Alongside the door of my apartment there is a button that, when poked, activates softly cling-clonging chimes. But the chimes did not cling-clong. Instead, there was a loud, solid, but fortunately brief, ker-banging upon the wood of my door.
This guy, I thought, before seeing him, is about eight-feet, six-inches tall. Thus I missed him entirely when I opened the door, for I was gazing upward, where he was not.
The man was about five-six or -seven, at most five-eight, slim, standing almost elastically erect, as though poised like a ballet dancer preparing to out-Nijinsky the champ. His head was tilted back slightly, angled a little to one side, as he looked at me--up at me--along the ridge of a sharp, hooked nose with flaring nostrils, looked from eyes that seemed to glow like small black suns in the dark of burning space. His skin might have been smooth tough leather, bronzed and seared by thousands of desert-dry summers and endless hot sighing winds. He was an extraordinarily handsome man, handsome, but with a faint sheen or stamp of cruelty upon his face; or perhaps it was simply boldness, suppressed but simmering violence, hardness, strength. All in all, he was just as impressive as if he had been eight-feet, six-inches tall.
For no good reason, except my thinking about Ali Baba and Scheherazade's boobs and such splendors, I had been prepared to see someone decked out in robes and a burnoose and/or whatever those things worn on emirs heads are called, bright with jewels and rings and possibly with a curved scimitar glittering at his side.
My caller, though, was dressed in a black, perfectly fitted, business suit, white shirt, narrow and tightly-knotted tie. The uneven points of a folded handkerchief, also black and with the look of fine silk, rose above the breast pocket of his coat. Light rippled on his small, patent leather shoes. Except for the shirt, he was all in black, from the brand-new-looking shoes to the thick, tightly-curling hair close-cropped on his head.
Actually, I was dressed more like an Arabian sunset, or massacre, than was he. I do like a bit of brightness, or at least dash, in a man's clothes, and today I was wearing basically white trousers, sort of red-and-blue splotched, with globs like little melting orangish stars scattered about upon the underlying firmament; a long-sleeved pink shirt with "Byron"-length collar tabs dangling parallel to the kind of plunging neckline I dote upon, at least upon bosomy wenches; a wide white belt; and white spongy-rubber-soled shoes.
We regarded each other.
We were both, I think, somewhat taken aback. He might even have been taken a bit more aback than I was.
I'm six-feet, two-inches tall and weigh two hundred and five pounds when I'm hungry, and in contrast to his hair which was black and curled tight to his head, mine is whiter than the sands of the Sahara, only about an inch long, and sticks straight up into the air as far as it goes, as though startled, perhaps by the equally white boomerang-shaped brows angled over my eyes, which are gray to break the monotony.

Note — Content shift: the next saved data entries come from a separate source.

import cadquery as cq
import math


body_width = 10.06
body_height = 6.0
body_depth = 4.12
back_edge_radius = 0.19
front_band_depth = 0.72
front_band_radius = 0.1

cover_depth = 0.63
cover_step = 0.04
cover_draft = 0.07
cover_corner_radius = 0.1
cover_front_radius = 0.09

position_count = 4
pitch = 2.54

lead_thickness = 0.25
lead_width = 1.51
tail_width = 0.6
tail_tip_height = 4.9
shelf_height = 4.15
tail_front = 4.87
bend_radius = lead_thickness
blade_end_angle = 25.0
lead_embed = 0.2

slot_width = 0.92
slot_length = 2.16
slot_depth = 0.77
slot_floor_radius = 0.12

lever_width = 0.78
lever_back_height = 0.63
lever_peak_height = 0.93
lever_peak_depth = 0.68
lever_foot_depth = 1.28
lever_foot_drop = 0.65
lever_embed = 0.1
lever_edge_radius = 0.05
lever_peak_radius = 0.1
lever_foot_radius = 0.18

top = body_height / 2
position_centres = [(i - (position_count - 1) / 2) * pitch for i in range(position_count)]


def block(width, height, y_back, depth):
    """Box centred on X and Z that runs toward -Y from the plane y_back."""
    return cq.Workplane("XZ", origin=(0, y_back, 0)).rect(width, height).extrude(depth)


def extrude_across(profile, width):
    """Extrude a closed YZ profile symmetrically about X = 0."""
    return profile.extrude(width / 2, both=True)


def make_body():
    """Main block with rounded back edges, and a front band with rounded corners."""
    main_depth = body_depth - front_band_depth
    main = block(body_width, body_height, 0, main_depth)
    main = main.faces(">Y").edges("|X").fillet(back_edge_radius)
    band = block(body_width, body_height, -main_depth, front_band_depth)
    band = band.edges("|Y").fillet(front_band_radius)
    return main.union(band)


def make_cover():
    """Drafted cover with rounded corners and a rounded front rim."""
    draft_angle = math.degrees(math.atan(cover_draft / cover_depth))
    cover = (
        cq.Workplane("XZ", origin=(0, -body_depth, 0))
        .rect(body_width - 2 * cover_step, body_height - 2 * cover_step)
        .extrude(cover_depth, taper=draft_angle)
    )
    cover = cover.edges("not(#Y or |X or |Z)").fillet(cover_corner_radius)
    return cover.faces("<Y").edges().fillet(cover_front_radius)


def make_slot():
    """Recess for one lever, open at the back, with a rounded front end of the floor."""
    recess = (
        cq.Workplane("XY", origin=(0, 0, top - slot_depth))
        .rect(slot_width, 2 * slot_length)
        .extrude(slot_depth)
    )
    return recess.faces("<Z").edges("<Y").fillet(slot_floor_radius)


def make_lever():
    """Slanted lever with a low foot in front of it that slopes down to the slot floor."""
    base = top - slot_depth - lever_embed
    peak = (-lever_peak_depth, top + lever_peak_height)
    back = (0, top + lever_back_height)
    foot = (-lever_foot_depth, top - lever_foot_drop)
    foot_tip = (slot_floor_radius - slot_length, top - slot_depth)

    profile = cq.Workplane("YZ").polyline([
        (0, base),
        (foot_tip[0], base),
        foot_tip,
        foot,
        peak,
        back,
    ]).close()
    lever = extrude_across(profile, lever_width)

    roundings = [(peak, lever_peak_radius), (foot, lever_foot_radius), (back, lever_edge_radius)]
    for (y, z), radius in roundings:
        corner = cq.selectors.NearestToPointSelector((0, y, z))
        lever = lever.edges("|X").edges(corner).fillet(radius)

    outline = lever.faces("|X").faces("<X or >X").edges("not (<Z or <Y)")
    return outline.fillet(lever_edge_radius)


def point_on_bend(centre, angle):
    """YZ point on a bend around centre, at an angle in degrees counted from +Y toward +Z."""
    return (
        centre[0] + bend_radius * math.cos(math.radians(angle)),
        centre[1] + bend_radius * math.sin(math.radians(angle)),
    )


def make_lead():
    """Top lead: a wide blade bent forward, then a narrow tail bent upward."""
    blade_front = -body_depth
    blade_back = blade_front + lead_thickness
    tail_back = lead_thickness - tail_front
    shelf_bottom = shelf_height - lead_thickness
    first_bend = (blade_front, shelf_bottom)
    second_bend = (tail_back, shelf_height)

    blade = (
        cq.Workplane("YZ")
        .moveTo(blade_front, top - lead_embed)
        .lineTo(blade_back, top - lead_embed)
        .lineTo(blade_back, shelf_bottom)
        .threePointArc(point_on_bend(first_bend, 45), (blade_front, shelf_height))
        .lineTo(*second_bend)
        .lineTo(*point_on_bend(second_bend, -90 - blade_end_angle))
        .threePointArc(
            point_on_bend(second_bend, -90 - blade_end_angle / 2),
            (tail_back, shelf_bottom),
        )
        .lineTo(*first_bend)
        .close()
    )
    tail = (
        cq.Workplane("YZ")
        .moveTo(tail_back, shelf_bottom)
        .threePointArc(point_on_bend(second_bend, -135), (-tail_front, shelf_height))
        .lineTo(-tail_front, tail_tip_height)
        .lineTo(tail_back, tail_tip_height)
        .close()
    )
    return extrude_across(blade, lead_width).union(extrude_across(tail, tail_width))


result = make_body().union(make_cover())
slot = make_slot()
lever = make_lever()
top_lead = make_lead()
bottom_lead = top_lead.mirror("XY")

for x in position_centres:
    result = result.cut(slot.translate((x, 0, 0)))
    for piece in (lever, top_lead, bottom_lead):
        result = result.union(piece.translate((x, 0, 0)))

His skin was not a hell of a lot darker than mine, but if this guy's face appeared to have been exposed to plenty of hot sun and wind, mine must have been left out in the monsoon the night it hailed for an hour, though I would not say it appears to have been struck by lightning. The nose is probably my face's most interesting irregularity, since the second time it was horribly broken, the good doctor--the one who set it the first time--had died, which was tough on him, but not so great for me, either. Then there's the fine scar over my right eye, the slightly missing spot atop my left ear where a hood's bullet clipped it, and--but that's enough.
The man standing in my doorway said, "You are Mr. Sheldon Scott." It was a flat statement rather than a question, but the flatness was in his delivery, not the almost metallic but softly resonant voice.

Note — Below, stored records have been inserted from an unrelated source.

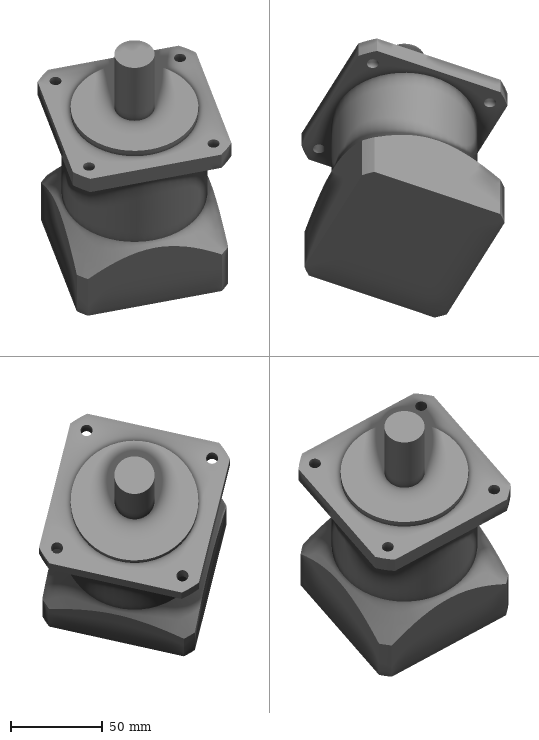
import cadquery as cq

base_width = 86.0
base_corner_diameter = 114.7

housing_diameter = 80.0
housing_bottom = 45.0

base_corner_height = housing_bottom - (base_corner_diameter - housing_diameter) / 2

flange_width = 90.0
flange_bottom = 95.0
flange_top = 105.0
flange_corner_diameter = 116.8
bolt_circle_diameter = 100.0
bolt_hole_diameter = 6.5

pilot_diameter = 70.0
pilot_top = 109.0
shaft_diameter = 22.0
shaft_top = 149.0


def cylinder(diameter, bottom, top):
    """Solid disc on the main axis between two heights."""
    return cq.Workplane("XY").workplane(offset=bottom).circle(diameter / 2).extrude(top - bottom)


def make_base():
    """Square block cut from a turned blank, so the cone meets each side in a curve."""
    blank = (
        cq.Workplane("XZ")
        .moveTo(0, 0)
        .lineTo(base_corner_diameter / 2, 0)
        .lineTo(base_corner_diameter / 2, base_corner_height)
        .lineTo(housing_diameter / 2, housing_bottom)
        .lineTo(0, housing_bottom)
        .close()
        .revolve(360, (0, 0), (0, 1))
    )
    block = cq.Workplane("XY").rect(base_width, base_width).extrude(housing_bottom)
    return block.intersect(blank)


def make_flange():
    """Square plate with corners rounded about the main axis and four bolt holes through it."""
    disc = cylinder(flange_corner_diameter, flange_bottom, flange_top)
    square = (
        cq.Workplane("XY")
        .workplane(offset=flange_bottom)
        .rect(flange_width, flange_width)
        .extrude(flange_top - flange_bottom)
    )
    plate = square.intersect(disc)
    return (
        plate.faces(">Z")
        .workplane()
        .polarArray(bolt_circle_diameter / 2, 45, 360, 4)
        .hole(bolt_hole_diameter)
    )


housing = cylinder(housing_diameter, housing_bottom, flange_bottom)
pilot = cylinder(pilot_diameter, flange_top, pilot_top)
shaft = cylinder(shaft_diameter, pilot_top, shaft_top)

result = make_base().union(housing).union(make_flange()).union(pilot).union(shaft)
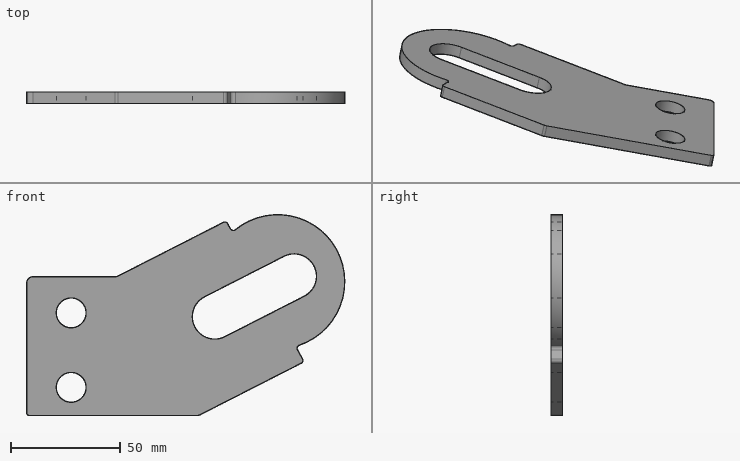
import cadquery as cq
import math

length = 145.7
height = 92.0
thickness = 5.4

base_height = 63.7
lower_bend_x = 78.7
upper_bend_x = 41.2
hole_diameter = 13.5
hole_x = 20.4
hole_heights = (13.0, 47.0)

arm_angle = 27.0
upper_arm_length = 56.2
lower_arm_length = 54.3
head_radius = 30.7
head_x = length - head_radius
head_z = height - head_radius

slot_radius = 10.2
slot_center_distance = 40.8
slot_start = (86.1, 45.3)

top_corner_radius = 2.9
bottom_corner_radius = 1.3
bend_radius = 2.9
shoulder_radius = 1.5


def along_arm(start, distance):
    """Point reached from start by moving up the inclined arm."""
    angle = math.radians(arm_angle)
    return (start[0] + distance * math.cos(angle), start[1] + distance * math.sin(angle))


def plate(sketch):
    """Extrude an XZ outline from the front face at Y = 0 to the back."""
    return sketch.extrude(-thickness)


def round_corners(body, points, radius):
    """Round the edges through the thickness at the given outline points."""
    for x, z in points:
        corner = cq.selectors.NearestToPointSelector((x, thickness / 2, z))
        body = body.edges("|Y").edges(corner).fillet(radius)
    return body


def shoulder_root(outer, opposite):
    """Where the shoulder line, followed inward from outer, meets the head."""
    span = math.dist(outer, opposite)
    ux = (opposite[0] - outer[0]) / span
    uz = (opposite[1] - outer[1]) / span
    to_head_x = head_x - outer[0]
    to_head_z = head_z - outer[1]
    to_chord_middle = to_head_x * ux + to_head_z * uz
    offset = to_head_x * uz - to_head_z * ux
    depth = to_chord_middle - math.sqrt(head_radius**2 - offset**2)
    return (outer[0] + depth * ux, outer[1] + depth * uz)


bottom_corner = (0, 0)
top_corner = (0, base_height)
lower_bend = (lower_bend_x, 0)
upper_bend = (upper_bend_x, base_height)
lower_shoulder = along_arm(lower_bend, lower_arm_length)
upper_shoulder = along_arm(upper_bend, upper_arm_length)

arm_outline = [bottom_corner, lower_bend, lower_shoulder, upper_shoulder, upper_bend, top_corner]
arm = plate(cq.Workplane("XZ").polyline(arm_outline).close())
head = plate(cq.Workplane("XZ").center(head_x, head_z).circle(head_radius))
result = arm.union(head)

shoulder_corners = [
    lower_shoulder,
    upper_shoulder,
    shoulder_root(lower_shoulder, upper_shoulder),
    shoulder_root(upper_shoulder, lower_shoulder),
]
result = round_corners(result, shoulder_corners, shoulder_radius)
result = round_corners(result, [lower_bend, upper_bend], bend_radius)
result = round_corners(result, [top_corner], top_corner_radius)
result = round_corners(result, [bottom_corner], bottom_corner_radius)

hole_centers = [(hole_x, z) for z in hole_heights]
result = result.cut(plate(cq.Workplane("XZ").pushPoints(hole_centers).circle(hole_diameter / 2)))

slot_middle = along_arm(slot_start, slot_center_distance / 2)
slot_length = slot_center_distance + 2 * slot_radius
slot = cq.Workplane("XZ").center(*slot_middle).slot2D(slot_length, 2 * slot_radius, arm_angle)
result = result.cut(plate(slot))

"That's right, Shell Scott," I said. "Come in. And you are..."
"I am Sheikh--" This was followed by a good deal of musical incomprehensibility, marvelous fluting sounds formed from velvet consonants and gleaming vowels, out of which I managed to get "Sheikh" and what very likely, or at least perhaps, was "Faisuli."

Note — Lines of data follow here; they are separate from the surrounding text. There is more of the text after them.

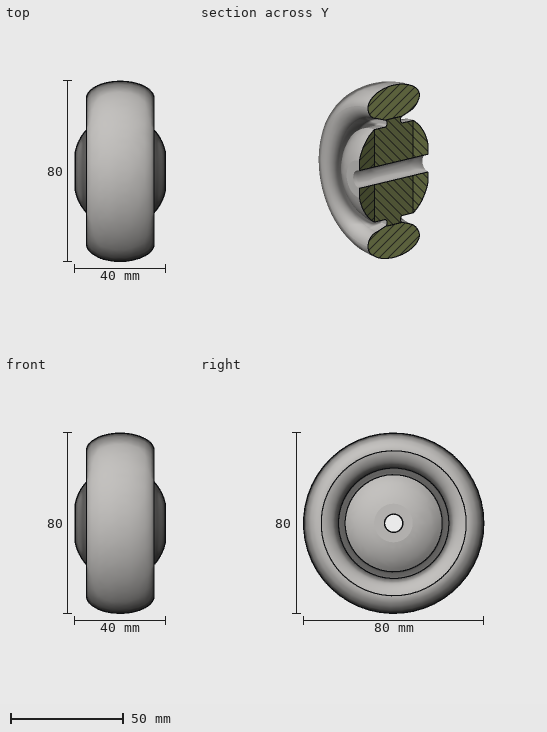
import cadquery as cq
import math


bore_radius = 4.0
core_radius = 21.5
core_half_width = 11.4
tyre_seat_radius = 24.5

tyre_radius = 40.0
tyre_half_width = 15.0
shoulder_radius = 32.2
bead_half_width = 9.6
bead_radius = 26.2

web_half_width = 4.2
inner_fillet = 1.0
outer_fillet = 0.7
seat_half_width = web_half_width + outer_fillet

cap_face_offset = 20.0
cap_face_radius = 8.6
dome_mid_offset = 15.0
dome_mid_radius = 18.3


def revolve_about_x(profile):
    return profile.close().revolve(360, (0, 0, 0), (1, 0, 0))


def concave_fillet_middle(center_x, center_radius, size, radial_side):
    """Middle point of a quarter fillet at the floor of the right-hand groove."""
    reach = size * math.sqrt(0.5)
    return (center_x - reach, center_radius + radial_side * reach)


def make_tyre():
    crown_height = tyre_radius - shoulder_radius
    side_drop = tyre_half_width - bead_half_width
    side_height = shoulder_radius - bead_radius
    profile = (
        cq.Workplane("XY")
        .moveTo(tyre_half_width, shoulder_radius)
        .ellipseArc(tyre_half_width, crown_height, 0, 180, startAtCurrent=True)
        .tangentArcPoint((side_drop, -side_height))
        .lineTo(-seat_half_width, tyre_seat_radius)
        .lineTo(seat_half_width, tyre_seat_radius)
        .lineTo(bead_half_width, bead_radius)
        .tangentArcPoint((side_drop, side_height))
    )
    return revolve_about_x(profile)


def make_hub():
    inner_middle = concave_fillet_middle(
        web_half_width + inner_fillet, core_radius + inner_fillet, inner_fillet, -1
    )
    outer_middle = concave_fillet_middle(
        seat_half_width, tyre_seat_radius - outer_fillet, outer_fillet, 1
    )
    half_profile = (
        cq.Workplane("XY")
        .moveTo(0, bore_radius)
        .lineTo(core_half_width, bore_radius)
        .lineTo(core_half_width, core_radius)
        .lineTo(web_half_width + inner_fillet, core_radius)
        .threePointArc(inner_middle, (web_half_width, core_radius + inner_fillet))
        .lineTo(web_half_width, tyre_seat_radius - outer_fillet)
        .threePointArc(outer_middle, (seat_half_width, tyre_seat_radius))
        .lineTo(0, tyre_seat_radius)
    )
    half_hub = revolve_about_x(half_profile)
    return half_hub.union(half_hub.mirror("YZ")).clean()


def make_cap(side):
    """Domed cap on the end of the core; side is -1 or +1 along X."""
    profile = (
        cq.Workplane("XY")
        .moveTo(side * core_half_width, bore_radius)
        .lineTo(side * cap_face_offset, bore_radius)
        .lineTo(side * cap_face_offset, cap_face_radius)
        .threePointArc(
            (side * dome_mid_offset, dome_mid_radius),
            (side * core_half_width, core_radius),
        )
    )
    return revolve_about_x(profile)


tyre = make_tyre()
hub = make_hub()
caps = [make_cap(side) for side in (-1, 1)]

result = cq.Compound.makeCompound([tyre.val(), hub.val(), *[cap.val() for cap in caps]])
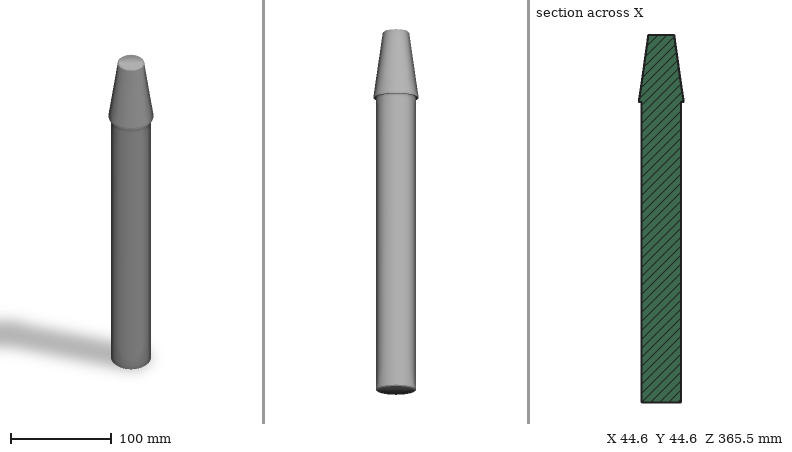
import cadquery as cq

total_height = 365.5
shaft_radius = 20.0
collar_radius = 22.3
tip_radius = 13.0

head_height = 67.2
collar_height = 2.2
base_chamfer = 1.0
tip_chamfer = 1.0

head_bottom = total_height - head_height
cone_bottom = head_bottom + collar_height

profile = (
    cq.Workplane("XZ")
    .moveTo(0, 0)
    .lineTo(shaft_radius - base_chamfer, 0)
    .lineTo(shaft_radius, base_chamfer)
    .lineTo(shaft_radius, head_bottom)
    .lineTo(collar_radius, head_bottom)
    .lineTo(collar_radius, cone_bottom)
    .lineTo(tip_radius, total_height - tip_chamfer)
    .lineTo(tip_radius - tip_chamfer, total_height)
    .lineTo(0, total_height)
    .close()
)

result = profile.revolve(360, (0, 0, 0), (0, 1, 0))

Whatever he'd really said, all of it brushed the ear as those graceful letters over entrances to Mohammedan mosques caress the eye, but I knew right then I would have to guess at much that the Shiekh might say, because some of the things he'd already said were obviously made from the letters they don't use anymore.
I indicated the oversized chocolate-brown divan aslant on my shaggy gold living-room carpet, and as he strode to it with that dancer's stride and turned to sink down easily upon it, as though lowering himself on steel springs, I said:
"That is close enough."
"Well, if I missed it by an inch, or even a couple of feet, I'm willing to try--"
"Sheikh Faisuli is ... adequate. Now, Mr. Scott, I desire to employ you to perform for me services of a uniquely unusual nature and requiring absolute secrecy, of vast importance to me and my--"
"Hold it a minute, Sheikh. Please. I'd better make it clear at the start that I'm already employed. And I concentrate on one thing, one client, at a time--"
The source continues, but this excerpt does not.